In a vacuum, the latest numbers on the job market are pretty solid, even good.
Most important, while the overall unemployment rate was unchanged at 3.7 percent for August, there was real improvement in the details underneath that number: A whopping 571,000 more Americans were part of the labor force, and the share of adults who were working rose 0.2 percent.
The Labor Department’s report on Friday showed there was an even stronger rise in the share of prime working-age adults who were working, to 80 percent — up from 79.5 percent in July and the highest level in more than 12 years.
And worker pay rose a strong 0.4 percent, suggesting that employers are having to pay up to attract those workers. Over the last year, average hourly earnings were up 3.2 percent, which is something of a sweet spot: Pay is rising faster than consumer prices are, meaning American workers’ incomes are rising, yet not so fast as to raise alarm bells about inflation at the Federal Reserve.
And while the rate of job creation slowed — employers added only 130,000 jobs (25,000 of those being temporary census hiring), and earlier months were revised downward — those numbers are more consistent with a slowing pace of growth than an imminent recession.
But we are not living in a vacuum. We’re living in a moment when some financial market signals are sending recession warnings and when everyone is on edge, wondering what kind of economic backdrop President Trump will face as he seeks re-election next year.
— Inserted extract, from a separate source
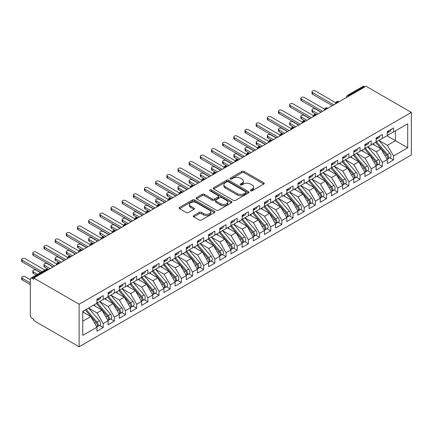 <?xml version="1.0" encoding="UTF-8"?>
<svg xmlns="http://www.w3.org/2000/svg" width="433" height="433" viewBox="0 0 433 433"><rect width="100%" height="100%" fill="white"/><g stroke="black" fill="none" stroke-linecap="round" stroke-linejoin="round"><path stroke-width="0.65" d="M250.631 190.796A1.083 0.628 0 0 0 252.163 190.796L263.811 184.068A1.548 0.893 0 0 0 264.265 183.435A1.548 0.893 0 0 0 263.811 182.802L244.082 171.414A1.548 0.893 0 0 0 241.89 171.414L230.242 178.136A1.083 0.628 0 0 0 229.923 178.58A1.083 0.628 0 0 0 230.242 179.024A1.083 0.628 0 0 0 231.774 179.024L233.284 178.152A4.958 2.863 0 0 1 240.299 178.152L241.944 179.1A4.958 2.863 0 0 1 243.395 181.129A4.958 2.863 0 0 1 241.944 183.154L240.434 184.02A1.083 0.628 0 0 0 240.115 184.463A1.083 0.628 0 0 0 240.434 184.907A1.083 0.628 0 0 0 241.971 184.907L243.476 184.036A4.958 2.863 0 0 1 250.49 184.036L252.136 184.988A4.958 2.863 0 0 1 253.592 187.013A4.958 2.863 0 0 1 252.136 189.037L250.631 189.908A1.083 0.628 0 0 0 250.312 190.352A1.083 0.628 0 0 0 250.631 190.796L250.631 189.908M193.768 215.585A1.548 0.893 0 0 0 193.313 216.219A1.548 0.893 0 0 0 193.768 216.852L199.304 220.045A1.548 0.893 0 0 0 201.497 220.045L214.427 212.581A1.548 0.893 0 0 0 214.882 211.948A1.548 0.893 0 0 0 214.427 211.315L194.698 199.922A1.548 0.893 0 0 0 192.506 199.922L179.571 207.391A1.548 0.893 0 0 0 179.116 208.024A1.548 0.893 0 0 0 179.571 208.657L186.26 212.516A1.548 0.893 0 0 0 188.452 212.516L193.984 209.318A1.548 0.893 0 0 0 194.439 208.69A1.548 0.893 0 0 0 193.984 208.056L190.672 206.14A4.146 2.392 0 0 1 189.454 204.446A4.146 2.392 0 0 1 192.014 202.238A4.146 2.392 0 0 1 196.533 202.752L209.523 210.254A4.146 2.392 0 0 1 210.741 211.948A4.146 2.392 0 0 1 208.181 214.156A4.146 2.392 0 0 1 203.662 213.637L201.497 212.392A1.548 0.893 0 0 0 199.304 212.392L193.768 215.585L193.768 216.852M366.009 86.232L411.35 112.407L79.125 304.215L33.785 278.04L366.009 86.232M233.392 200.365A1.548 0.893 0 0 0 235.584 200.365L248.52 192.896A1.548 0.893 0 0 0 248.975 192.263A1.548 0.893 0 0 0 248.52 191.63L228.786 180.242A1.548 0.893 0 0 0 226.594 180.242L213.664 187.711A1.548 0.893 0 0 0 213.209 188.339A1.548 0.893 0 0 0 213.664 188.972L233.392 200.365M210.314 191.029A1.083 0.628 0 0 1 211.412 191.18L211.412 189.892L231.476 201.475A1.548 0.893 0 0 1 231.926 202.108A1.548 0.893 0 0 1 231.476 202.736L218.541 210.205A1.548 0.893 0 0 1 216.348 210.205L196.614 198.817L196.614 197.551A1.548 0.893 0 0 0 196.165 198.184A1.548 0.893 0 0 0 196.614 198.817M196.614 197.551L202.151 194.352A1.548 0.893 0 0 1 204.344 194.352L212.349 198.974A1.548 0.893 0 0 0 214.541 198.974L218.21 196.853A1.548 0.893 0 0 0 218.665 196.219A1.548 0.893 0 0 0 218.21 195.586L209.881 190.78A1.083 0.628 0 0 1 209.561 190.336A1.083 0.628 0 0 1 210.232 189.757A1.083 0.628 0 0 1 211.412 189.892M33.785 278.04L33.785 279.328L31.999 278.3A2.371 1.369 -120 0 0 30.813 278.181A2.371 1.369 -120 0 0 30.326 279.263L30.326 315.37A2.371 1.369 -120 0 0 31.999 318.271L33.785 319.305L33.785 320.593L79.125 346.768L79.125 304.215M79.125 346.768L411.35 154.96L411.35 112.407M386.95 135.778L407.718 147.772L407.718 123.789L393.537 131.973L393.537 127.979L387.286 131.589L387.286 135.583L382.371 138.425L382.371 134.425L376.12 138.035L376.12 142.035L371.205 144.871L371.205 140.871L364.949 144.481L364.949 148.481L360.034 151.317L360.034 147.317L353.783 150.933L353.783 154.927L348.868 157.764L348.868 153.769L342.617 157.379L342.617 161.374L337.702 164.21L337.702 160.215L331.451 163.826L331.451 167.82L326.536 170.662L326.536 166.662L320.279 170.272L320.279 174.272L315.37 177.108L315.37 173.108L309.113 176.718L309.113 180.718L304.199 183.554L304.199 179.554L297.947 183.164L297.947 187.164L293.033 190L293.033 186.006L286.781 189.616L286.781 193.611L281.867 196.447L281.867 192.452L275.61 196.062L275.61 200.057L270.701 202.898L270.701 198.899L264.444 202.509L264.444 206.509L259.529 209.345L259.529 205.345L253.278 208.955L253.278 212.955L248.363 215.791L248.363 211.791L242.112 215.401L242.112 219.401L237.197 222.237L237.197 218.243L230.946 221.853L230.946 225.847L226.031 228.684L226.031 224.689L219.775 228.299L219.775 232.294L214.865 235.135L214.865 231.135L208.609 234.746L208.609 238.745L203.694 241.582L203.694 237.582L197.443 241.192L197.443 245.192L192.528 248.028L192.528 244.028L186.277 247.638L186.277 251.638L181.362 254.474L181.362 250.48L175.105 254.09L175.105 258.084L170.196 260.92L170.196 256.926L163.939 260.536L163.939 264.531L159.025 267.367L159.025 263.372L152.773 266.982L152.773 270.982L147.859 273.818L147.859 269.819L141.607 273.429L141.607 277.429L136.693 280.265L136.693 276.265L130.441 279.875L130.441 283.875L125.527 286.711L125.527 282.717L119.27 286.327L119.27 290.321L114.355 293.157L114.355 289.163L108.104 292.773L108.104 296.767L103.189 299.604L103.189 295.609L96.938 299.219L96.938 303.219L82.757 311.403L82.757 335.391L96.938 327.202L90.795 316.561L82.757 311.922M407.718 147.772L393.537 155.961L387.394 145.32L378.907 140.422L389.749 153.082L387.405 154.44A3.161 1.824 60 0 1 388.623 157.439A3.161 1.824 60 0 1 387.968 158.884A3.161 1.824 60 0 1 387.459 159.03M389.824 157.812L393.537 159.956L393.537 155.961M393.537 159.956L387.286 163.566L387.286 159.571L382.371 162.407L376.228 151.766L367.741 146.868M378.659 164.264L382.371 166.402L382.371 162.407M382.371 166.402L376.12 170.017L376.12 166.018L371.205 168.854L365.062 158.218L356.575 153.314M367.493 170.71L371.205 172.854L371.205 168.854M371.205 172.854L364.949 176.464L364.949 172.464L360.034 175.3L353.896 164.664L345.41 159.761M356.327 177.157L360.034 179.3L360.034 175.3M360.034 179.3L353.783 182.91L353.783 178.91L348.868 181.746L342.725 171.111L334.238 166.212M345.155 183.603L348.868 185.746L348.868 181.746M348.868 185.746L342.617 189.356L342.617 185.362L337.702 188.198L331.559 177.557L323.072 172.659L333.913 185.319L331.57 186.677A3.161 1.824 60 0 1 332.788 189.676A3.161 1.824 60 0 1 332.133 191.121A3.161 1.824 60 0 1 331.624 191.267M333.989 190.049L337.702 192.192L337.702 188.198M337.702 192.192L331.451 195.803L331.451 191.808L326.536 194.644L320.393 184.003L311.906 179.105M322.823 196.501L326.536 198.639L326.536 194.644M326.536 198.639L320.279 202.254L320.279 198.254L315.37 201.091L309.227 190.455L300.74 185.551M311.657 202.947L315.37 205.09L315.37 201.091M315.37 205.09L309.113 208.701L309.113 204.701L304.199 207.537L298.061 196.901L289.569 191.998L300.41 204.663L298.066 206.016A3.161 1.824 60 0 1 299.29 209.02A3.161 1.824 60 0 1 298.635 210.465A3.161 1.824 60 0 1 298.12 210.611M300.491 209.393L304.199 211.537L304.199 207.537M304.199 211.537L297.947 215.147L297.947 211.147L293.033 213.983L286.89 203.348L278.403 198.449L289.244 211.109L286.9 212.462A3.161 1.824 60 0 1 288.118 215.466A3.161 1.824 60 0 1 287.463 216.911A3.161 1.824 60 0 1 286.955 217.057M289.32 215.84L293.033 217.983L293.033 213.983M293.033 217.983L286.781 221.593L286.781 217.599L281.867 220.435L275.724 209.794L267.237 204.896M278.154 222.286L281.867 224.429L281.867 220.435M281.867 224.429L275.61 228.039L275.61 224.045L270.701 226.881L264.558 216.24L256.071 211.342M266.988 228.732L270.701 230.876L270.701 226.881M270.701 230.876L264.444 234.486L264.444 230.491L259.529 233.327L253.392 222.692L244.905 217.788M255.822 235.184L259.529 237.327L259.529 233.327M259.529 237.327L253.278 240.937L253.278 236.938L248.363 239.774L242.22 229.138L233.733 224.234M244.65 241.63L248.363 243.774L248.363 239.774M248.363 243.774L242.112 247.384L242.112 243.384L237.197 246.22L231.054 235.584L222.567 230.686L233.409 243.346L231.065 244.699A3.161 1.824 60 0 1 232.283 247.703A3.161 1.824 60 0 1 231.628 249.148A3.161 1.824 60 0 1 231.119 249.294M233.484 248.077L237.197 250.22L237.197 246.22M237.197 250.22L230.946 253.83L230.946 249.836L226.031 252.672L219.888 242.031L211.401 237.132M222.318 254.523L226.031 256.666L226.031 252.672M226.031 256.666L219.775 260.276L219.775 256.282L214.865 259.118L208.722 248.477L200.235 243.579M211.152 260.969L214.865 263.112L214.865 259.118M214.865 263.112L208.609 266.723L208.609 262.728L203.694 265.564L197.556 254.929L189.064 250.025L199.905 262.69L197.562 264.043A3.161 1.824 60 0 1 198.779 267.042A3.161 1.824 60 0 1 198.13 268.492A3.161 1.824 60 0 1 197.616 268.639M199.986 267.421L203.694 269.564L203.694 265.564M203.694 269.564L197.443 273.174L197.443 269.174L192.528 272.011L186.385 261.375L177.898 256.471M188.815 273.867L192.528 276.01L192.528 272.011M192.528 276.01L186.277 279.621L186.277 275.621L181.362 278.457L175.219 267.821L166.732 262.923M177.649 280.313L181.362 282.457L181.362 278.457M181.362 282.457L175.105 286.067L175.105 282.067L170.196 284.909L164.053 274.268L155.566 269.369L166.407 282.029L164.058 283.382A3.161 1.824 60 0 1 165.282 286.386A3.161 1.824 60 0 1 164.627 287.831A3.161 1.824 60 0 1 164.112 287.977M166.483 286.76L170.196 288.903L170.196 284.909M170.196 288.903L163.939 292.513L163.939 288.519L159.025 291.355L152.887 280.714L144.4 275.816M155.317 293.206L159.025 295.349L159.025 291.355M159.025 295.349L152.773 298.959L152.773 294.965L147.859 297.801L141.715 287.16L133.229 282.262L144.07 294.927L141.726 296.28A3.161 1.824 60 0 1 142.944 299.279A3.161 1.824 60 0 1 142.289 300.729A3.161 1.824 60 0 1 141.78 300.875M144.146 299.658L147.859 301.801L147.859 297.801M147.859 301.801L141.607 305.411L141.607 301.411L136.693 304.247L130.549 293.612L122.063 288.708M132.98 306.104L136.693 308.247L136.693 304.247M136.693 308.247L130.441 311.857L130.441 307.858L125.527 310.694L119.384 300.058L110.897 295.16M121.814 312.55L125.527 314.694L125.527 310.694M125.527 314.694L119.27 318.304L119.27 314.304L114.355 317.145L108.218 306.504L99.731 301.606L110.572 314.266L108.223 315.619A3.161 1.824 60 0 1 109.446 318.623A3.161 1.824 60 0 1 108.791 320.068A3.161 1.824 60 0 1 108.277 320.214M110.648 318.997L114.355 321.14L114.355 317.145M114.355 321.14L108.104 324.75L108.104 320.756L103.189 323.592L97.046 312.951L88.559 308.052L99.401 320.712L97.057 322.071A3.161 1.824 60 0 1 98.275 325.069A3.161 1.824 60 0 1 97.625 326.514A3.161 1.824 60 0 1 97.111 326.661M99.476 325.443L103.189 327.586L103.189 323.592M103.189 327.586L96.938 331.196L96.938 327.202M96.938 303.089L103.189 299.604M82.757 321.205L90.795 316.561M108.104 296.643L114.355 293.157M97.046 312.951L101.961 310.115L93.474 305.216M108.104 320.756L101.961 310.115M119.27 290.191L125.527 286.711M108.218 306.504L113.132 303.668L104.64 298.77M119.27 314.304L113.132 303.668M130.441 283.745L136.693 280.265M119.384 300.058L124.298 297.222L115.811 292.318M130.441 307.858L124.298 297.222M141.607 277.299L147.859 273.818M130.549 293.612L135.464 290.776L126.977 285.872M141.607 301.411L135.464 290.776M152.773 270.852L159.025 267.367M141.715 287.16L146.63 284.324L138.143 279.426M152.773 294.965L146.63 284.324M163.939 264.406L170.196 260.92M152.887 280.714L157.796 277.878L149.309 272.979M163.939 288.519L157.796 277.878M175.105 257.954L181.362 254.474M164.053 274.268L168.967 271.431L160.481 266.533M175.105 282.067L168.967 271.431M186.277 251.508L192.528 248.028M175.219 267.821L180.133 264.985L171.647 260.081M186.277 275.621L180.133 264.985M197.443 245.062L203.694 241.582M186.385 261.375L191.299 258.539L182.813 253.635M197.443 269.174L191.299 258.539M208.609 238.615L214.865 235.135M197.556 254.929L202.465 252.087L193.979 247.189M208.609 262.728L202.465 252.087M219.775 232.169L226.031 228.684M208.722 248.477L213.637 245.641L205.145 240.743M219.775 256.282L213.637 245.641M230.946 225.717L237.197 222.237M219.888 242.031L224.803 239.195L216.316 234.296M230.946 249.836L224.803 239.195M242.112 219.271L248.363 215.791M231.054 235.584L235.969 232.748L227.482 227.845M242.112 243.384L235.969 232.748M253.278 212.825L259.529 209.345M242.22 229.138L247.135 226.302L238.648 221.398M253.278 236.938L247.135 226.302M264.444 206.379L270.701 202.898M253.392 222.692L258.301 219.85L249.814 214.952M264.444 230.491L258.301 219.85M275.61 199.932L281.867 196.447M264.558 216.24L269.472 213.404L260.985 208.506M275.61 224.045L269.472 213.404M286.781 193.481L293.033 190M275.724 209.794L280.638 206.958L272.151 202.059M286.781 217.599L280.638 206.958M297.947 187.034L304.199 183.554M286.89 203.348L291.804 200.511L283.317 195.613M297.947 211.147L291.804 200.511M309.113 180.588L315.37 177.108M298.061 196.901L302.97 194.065L294.483 189.161M309.113 204.701L302.97 194.065M320.279 174.142L326.536 170.662M309.227 190.455L314.142 187.613L305.655 182.715M320.279 198.254L314.142 187.613M331.451 167.695L337.702 164.21M320.393 184.003L325.307 181.167L316.821 176.269M331.451 191.808L325.307 181.167M342.617 161.244L348.868 157.764M331.559 177.557L336.473 174.721L327.987 169.823M342.617 185.362L336.473 174.721M353.783 154.798L360.034 151.317M342.725 171.111L347.639 168.275L339.153 163.376M353.783 178.91L347.639 168.275M364.949 148.351L371.205 144.871M353.896 164.664L358.811 161.828L350.319 156.925M364.949 172.464L358.811 161.828M376.12 141.905L382.371 138.425M365.062 158.218L369.977 155.377L361.49 150.478M376.12 166.018L369.977 155.377M364.895 86.876L364.223 86.492L348.895 95.336L349.566 95.725M347.558 96.884A2.371 1.369 120 0 1 348.895 95.336A2.371 1.369 60 0 0 347.715 95.222L363.038 86.373A2.371 1.369 60 0 1 364.223 86.492M387.286 135.459L393.537 131.973M387.394 145.32L395.437 140.682L395.437 130.88L407.718 123.789M376.228 151.766L381.143 148.93L372.656 144.032M387.286 159.571L381.143 148.93M338.346 102.204L337.675 101.82A2.371 1.369 -120 0 0 336.49 101.701A2.371 1.369 -120 0 0 336.463 101.717L335.358 103.72A2.371 1.369 0 0 0 335.386 103.915M327.175 108.651L326.509 108.266A2.371 1.369 -120 0 0 325.324 108.147A2.371 1.369 -120 0 0 325.297 108.163L324.193 110.166A2.371 1.369 0 0 0 324.22 110.361M316.009 115.097L315.338 114.713A2.371 1.369 -120 0 0 314.158 114.593A2.371 1.369 -120 0 0 314.125 114.61L313.027 116.612A2.371 1.369 0 0 0 313.048 116.807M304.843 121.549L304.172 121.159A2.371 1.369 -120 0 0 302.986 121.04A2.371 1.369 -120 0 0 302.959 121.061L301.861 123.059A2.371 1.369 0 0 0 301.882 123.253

So against that backdrop, what are the new numbers telling us?
First, the deceleration in the economy is real.
Employers have added an average of 158,000 jobs a month in the last six months, down from 223,000 over the entirety of 2018. On some level this was foreseeable. When the unemployment rate is as low as it is, there simply aren’t as many potential workers out there to fill jobs as there once were. But while the numbers don’t suggest a recession is underway, they also aren’t consistent with rip-roaring growth.
Second, the economic weakness is most pronounced in heavy industry, among workers who make things. Manufacturing employment rose by a mere 3,000 jobs in August, and mining and logging employment fell by 5,000 positions.
This isn’t too surprising. A global economic slump and trade wars are depressing demand for manufactured goods worldwide, and also depressing commodity prices. If the United States economy is going to escape recession, it will be because of the strength of domestic service industries, and they held up reasonably well.
And that is the third point. Many of the sectors that are the biggest employers are chugging along just fine. Professional and business services employment rose by 37,000 positions, health care was up by about the same amount, and leisure and hospitality employers added another 12,000 jobs.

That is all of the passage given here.